Up through the line that contains "144, 885, 240]", retype the entries exactly, beginning at the very first line.
(Data shown)
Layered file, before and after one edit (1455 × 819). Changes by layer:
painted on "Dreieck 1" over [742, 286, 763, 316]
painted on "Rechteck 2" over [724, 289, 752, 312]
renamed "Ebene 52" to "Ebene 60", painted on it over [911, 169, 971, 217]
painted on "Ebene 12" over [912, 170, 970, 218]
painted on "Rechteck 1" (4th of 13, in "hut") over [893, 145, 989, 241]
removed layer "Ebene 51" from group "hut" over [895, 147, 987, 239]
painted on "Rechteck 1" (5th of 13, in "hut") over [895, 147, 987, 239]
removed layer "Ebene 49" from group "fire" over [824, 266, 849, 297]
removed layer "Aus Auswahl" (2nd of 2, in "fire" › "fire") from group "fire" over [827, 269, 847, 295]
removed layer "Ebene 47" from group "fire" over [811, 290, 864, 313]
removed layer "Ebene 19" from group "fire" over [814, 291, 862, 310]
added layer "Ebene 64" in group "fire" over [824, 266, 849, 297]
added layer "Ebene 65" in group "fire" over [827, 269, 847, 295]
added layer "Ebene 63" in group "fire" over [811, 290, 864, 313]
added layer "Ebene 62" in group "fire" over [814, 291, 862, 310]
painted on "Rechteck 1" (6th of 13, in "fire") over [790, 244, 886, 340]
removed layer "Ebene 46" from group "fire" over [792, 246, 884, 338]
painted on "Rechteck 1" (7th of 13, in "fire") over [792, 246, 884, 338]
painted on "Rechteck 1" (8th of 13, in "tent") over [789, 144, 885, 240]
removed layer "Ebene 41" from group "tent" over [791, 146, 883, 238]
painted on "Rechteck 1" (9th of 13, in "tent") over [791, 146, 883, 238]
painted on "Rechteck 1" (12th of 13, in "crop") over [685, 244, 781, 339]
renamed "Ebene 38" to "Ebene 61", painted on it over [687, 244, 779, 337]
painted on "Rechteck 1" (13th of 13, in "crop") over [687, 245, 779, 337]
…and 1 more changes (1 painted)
(End Data shown)
Answer section:
Layered file, before and after one edit (1455 × 819). Changes by layer:
painted on "Dreieck 1" over [742, 286, 763, 316]
painted on "Rechteck 2" over [724, 289, 752, 312]
renamed "Ebene 52" to "Ebene 60", painted on it over [911, 169, 971, 217]
painted on "Ebene 12" over [912, 170, 970, 218]
painted on "Rechteck 1" (4th of 13, in "hut") over [893, 145, 989, 241]
removed layer "Ebene 51" from group "hut" over [895, 147, 987, 239]
painted on "Rechteck 1" (5th of 13, in "hut") over [895, 147, 987, 239]
removed layer "Ebene 49" from group "fire" over [824, 266, 849, 297]
removed layer "Aus Auswahl" (2nd of 2, in "fire" › "fire") from group "fire" over [827, 269, 847, 295]
removed layer "Ebene 47" from group "fire" over [811, 290, 864, 313]
removed layer "Ebene 19" from group "fire" over [814, 291, 862, 310]
added layer "Ebene 64" in group "fire" over [824, 266, 849, 297]
added layer "Ebene 65" in group "fire" over [827, 269, 847, 295]
added layer "Ebene 63" in group "fire" over [811, 290, 864, 313]
added layer "Ebene 62" in group "fire" over [814, 291, 862, 310]
painted on "Rechteck 1" (6th of 13, in "fire") over [790, 244, 886, 340]
removed layer "Ebene 46" from group "fire" over [792, 246, 884, 338]
painted on "Rechteck 1" (7th of 13, in "fire") over [792, 246, 884, 338]
painted on "Rechteck 1" (8th of 13, in "tent") over [789, 144, 885, 240]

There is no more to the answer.